Dr Gareth B. Miles
Biography
Dr Miles began his research career as a postgraduate in the lab of Dr Gregory Funk at the University of Auckland (New Zealand). He first studied the neural control of respiration and then went on to investigate properties affecting calcium homeostasis in brainstem motoneurons with differential susceptibility to degeneration in MND. Dr Miles next worked as a post doctoral fellow at Dalhousie University (Canada) in the lab of Dr Robert Brownstone where he studied the intrinsic properties of spinal motoneurons and their modulation during locomotor activity.

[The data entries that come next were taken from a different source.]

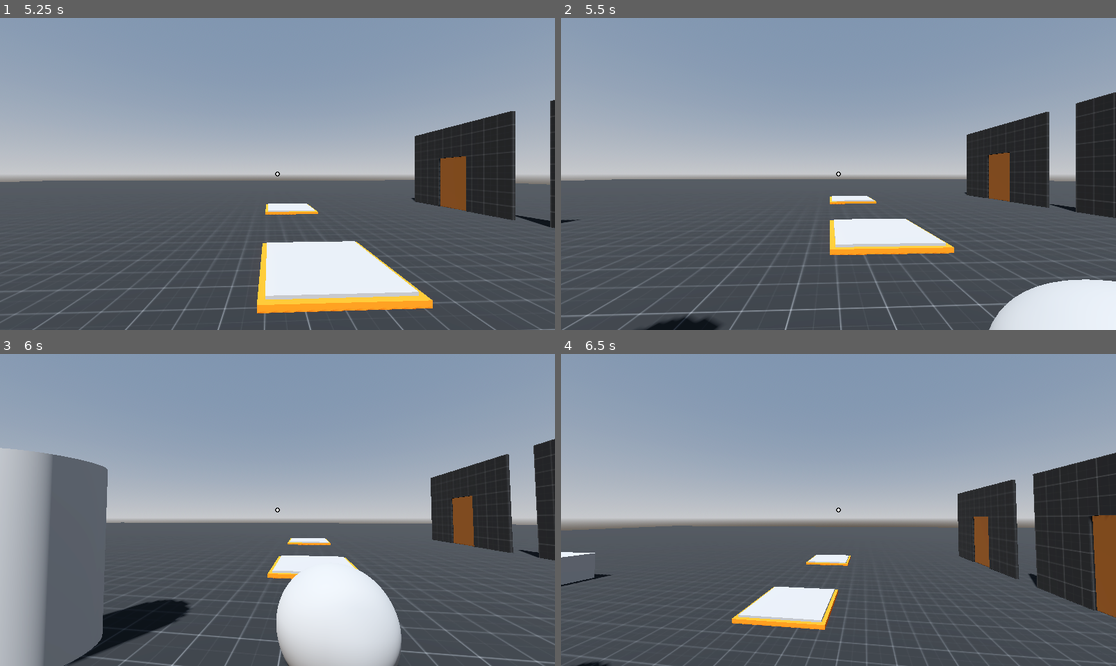
Above: before the commit, frames 1-4 (two rows, left to right).
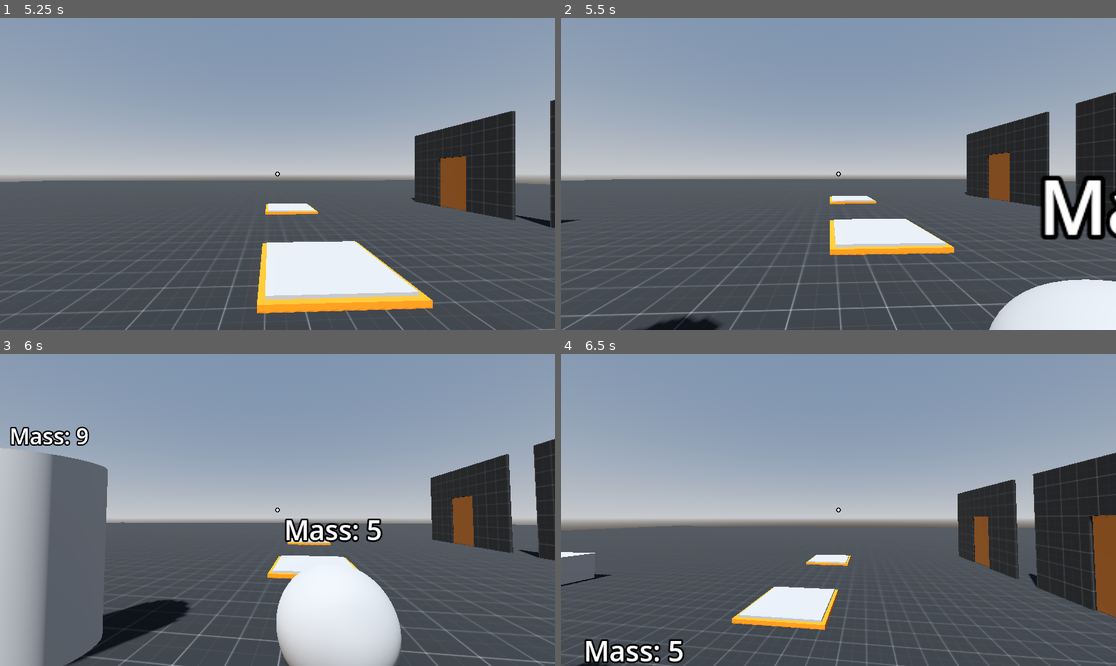
Above: after the commit, the same moments.

Repository: Radian6405/Rescale
Game: Godot game, scene res://levels/sandbox.tscn
The game is run twice, just before and just after one commit, with the same random seed, the same clock (stepped at 60 frames per second) and the same inputs. This scene is started directly instead of the project's main scene.
Inputs (mouse positions are in pixels of both pictures, inside the frame that each line leads up to):
- Up to frame 1 (5.25 s): tap Enter at 0.5 s; move the mouse to (305, 174) at 0.52 s; hold D (move_right) 0.53-1.28 s; tap Q (decrease_size) at 0.6, 5.1 s; tap Space (jump) at 0.77, 1.52, 3.02, 3.77, 4.52 s; move the mouse to (249, 174) at 1.27 s; hold S (move_back) 1.28-2.03 s; click (249, 174) at 1.35 s; move the mouse to (288, 167) at 2.02 s; hold D (move_right) 2.03-3.53 s; tap E (increase_size) at 2.1 s; move the mouse to (271, 180) at 2.77 s; tap F (interact) at 2.85 s; move the mouse to (316, 177) at 3.52 s; hold A (move_left) 3.53-5.03 s; tap W (move_front) at 3.6 s; move the mouse to (233, 170) at 4.27 s; tap Shift (sprint) at 4.35 s; move the mouse to (283, 174) at 5.02 s; hold S (move_back) from 5.03 s (still down)
- Up to frame 2 (5.5 s): keep holding S (move_back)
- Up to frame 3 (6 s): move the mouse to (255, 503) at 5.77 s; release S (move_back) at 5.78 s; hold D (move_right) from 5.78 s (still down); click (255, 503) at 5.85 s
- Up to frame 4 (6.5 s): keep holding D (move_right); tap Space (jump) at 6.02 s

Frame 1 is identical in both runs. In frame 2, 2.2% of the frame differs, in the area x 86-100%, y 50-72%; in frame 3, 1.5%; in frame 4, 1.0%.

Commit message:
feat: pickups now show thier mass

Diff:
--- a/assets/shaders/backdrop.tres
+++ b/assets/shaders/backdrop.tres
@@ -21,7 +21,6 @@
 
 }
 "
-graph_offset = Vector2(-466.4, -23.2)
 mode = 1
 flags/light_only = false
 nodes/fragment/2/node = SubResource("VisualShaderNodeColorConstant_1jsxw")
--- a/assets/shaders/blur.tres
+++ b/assets/shaders/blur.tres
@@ -43,7 +43,6 @@
 
 }
 "
-graph_offset = Vector2(-133.646, 87.3367)
 mode = 1
 flags/light_only = false
 nodes/fragment/0/position = Vector2(840, 180)
--- a/levels/sandbox.tscn
+++ b/levels/sandbox.tscn
@@ -43,7 +43,6 @@
 [node name="player" parent="." node_paths=PackedStringArray("pickups_manager") instance=ExtResource("1_3w358")]
 transform = Transform3D(-1, 0, -8.74228e-08, 0, 1, 0, 8.74228e-08, 0, -1, 0, 0, 0)
 pickups_manager = NodePath("../PickupsManager")
-scale_change = 0.1
 
 [node name="LevelContent" type="Node3D" parent="."]
 
--- a/player/player.tscn
+++ b/player/player.tscn
@@ -6,6 +6,21 @@
 [sub_resource type="CapsuleMesh" id="CapsuleMesh_fdgca"]
 
 [sub_resource type="CapsuleShape3D" id="CapsuleShape3D_acgfc"]
+
+[sub_resource type="Animation" id="Animation_w3106"]
+length = 0.001
+tracks/0/type = "value"
+tracks/0/imported = false
+tracks/0/enabled = true
+tracks/0/path = NodePath("LevelName:modulate")
+tracks/0/interp = 1
+tracks/0/loop_wrap = true
+tracks/0/keys = {
+"times": PackedFloat32Array(0),
+"transitions": PackedFloat32Array(1),
+"update": 0,
+"values": [Color(1, 1, 1, 1)]
+}
 
 [sub_resource type="Animation" id="Animation_rf0fd"]
 resource_name = "text_fade"
@@ -21,21 +36,6 @@
 "transitions": PackedFloat32Array(1, 1, 1, 1, 1),
 "update": 0,
 "values": [Color(1, 1, 1, 0), Color(1, 1, 1, 0), Color(1, 1, 1, 1), Color(1, 1, 1, 1), Color(1, 1, 1, 0)]
-}
-
-[sub_resource type="Animation" id="Animation_w3106"]
-length = 0.001
-tracks/0/type = "value"
-tracks/0/imported = false
-tracks/0/enabled = true
-tracks/0/path = NodePath("LevelName:modulate")
-tracks/0/interp = 1
-tracks/0/loop_wrap = true
-tracks/0/keys = {
-"times": PackedFloat32Array(0),
-"transitions": PackedFloat32Array(1),
-"update": 0,
-"values": [Color(1, 1, 1, 1)]
 }
 
 [sub_resource type="AnimationLibrary" id="AnimationLibrary_0m256"]
--- a/scenes/pickups/cube_pickup.tscn
+++ b/scenes/pickups/cube_pickup.tscn
@@ -15,6 +15,9 @@
 mesh = SubResource("BoxMesh_rit65")
 skeleton = NodePath("../..")
 
+[node name="MassLabel" parent="ScaleController" index="1"]
+transform = Transform3D(1, 0, 0, 0, 1, 0, 0, 0, 1, 0, 0.8, 0)
+
 [node name="Collidor" parent="." index="1"]
 shape = SubResource("BoxShape3D_g72f5")
 
--- a/scenes/pickups/cylinder_pickup.tscn
+++ b/scenes/pickups/cylinder_pickup.tscn
@@ -16,6 +16,9 @@
 mesh = SubResource("CylinderMesh_hxt81")
 skeleton = NodePath("../..")
 
+[node name="MassLabel" parent="ScaleController" index="1"]
+transform = Transform3D(1, 0, 0, 0, 1, 0, 0, 0, 1, 0, 1.3, 0)
+
 [node name="Collidor" parent="." index="1"]
 shape = SubResource("CylinderShape3D_dn8ot")
 
--- a/scenes/pickups/pickup.gd
+++ b/scenes/pickups/pickup.gd
@@ -5,6 +5,7 @@
 @onready var scale_controller: Node3D = $ScaleController
 @onready var collidor: CollisionShape3D = $Collidor
 @onready var pickup_collidor: CollisionShape3D = $pickuphelper/PickupCollidor
+@onready var mass_label: Label3D = $ScaleController/MassLabel
 
 @export var initial_scale := 1.0
 @export var max_scale := 1.5
@@ -23,6 +24,7 @@
 
 func _ready() -> void:
 	current_scale = initial_scale
+	mass_label.text = "Mass: " + str(mass)
 
 func handle_grab()-> void:
 	print("pick")
--- a/scenes/pickups/pickup.tscn
+++ b/scenes/pickups/pickup.tscn
@@ -9,6 +9,11 @@
 
 [node name="ScaleController" type="Node3D" parent="."]
 
+[node name="MassLabel" type="Label3D" parent="ScaleController"]
+billboard = 1
+text = "text"
+font_size = 48
+
 [node name="Collidor" type="CollisionShape3D" parent="."]
 
 [node name="pickuphelper" type="Area3D" parent="."]
--- a/scenes/pickups/sphere_pickup.tscn
+++ b/scenes/pickups/sphere_pickup.tscn
@@ -16,6 +16,9 @@
 mesh = SubResource("SphereMesh_t3n0h")
 skeleton = NodePath("../..")
 
+[node name="MassLabel" parent="ScaleController" index="1"]
+transform = Transform3D(1, 0, 0, 0, 1, 0, 0, 0, 1, 0, 0.8, 0)
+
 [node name="Collidor" parent="." index="1"]
 shape = SubResource("SphereShape3D_utpu6")

During his time at Dalhousie Dr Miles also investigated the potential held by embryonic stem cells for the treatment of neurodegenerative diseases. More recently (2007) Dr Miles took up a lectureship at the University of St Andrews where he continues research into motor control and MND (see below for further details).Research Overview
Dr Miles' laboratory at the University of St Andrews utilises a combination of electrophysiological and molecular techniques to study neurons of the spinal cord, including motoneurons, which control movement. Analyses extend from the level of ion channels up to entire neuronal networks involved in rhythmic motor behaviours such as locomotion. Ongoing studies concentrate on both the normal physiology of spinal neurons and perturbations in their properties which occur due to disease. Such studies are critical for the development of new treatment strategies for MND. In addition, Dr Miles is interested in the use of embryonic stem cells for the study of pathological mechanisms contributing to MND and ultimately for the design of new treatment strategies for the disease.Lab Website: http://biology.st-andrews.ac.uk/ncm
Qualifications
- BSc (Hons), University of Auckland, New Zealand, 1999
- PhD (Neurophysiology), University of Auckland, New Zealand, 2003
Select Publications
L. Zagoraiou, T. Akay, J.F. Martin, R.M. Brownstone, T.M. Jessell, G.B. Miles (2009) A cluster of cholinergic pre-motor interneurons modulates mouse locomotor activity. Neuron, 64(5): 645-662. * Featured on cover of issue.D.C. Yohn, G.B. Miles, V.F. Rafuse, R.M. Brownstone (2008). Transplanted mouse embryonic stem cell-derived motoneurons form functional motor units and reduce muscle atrophy. Journal of Neuroscience, 28(47):12409-12418.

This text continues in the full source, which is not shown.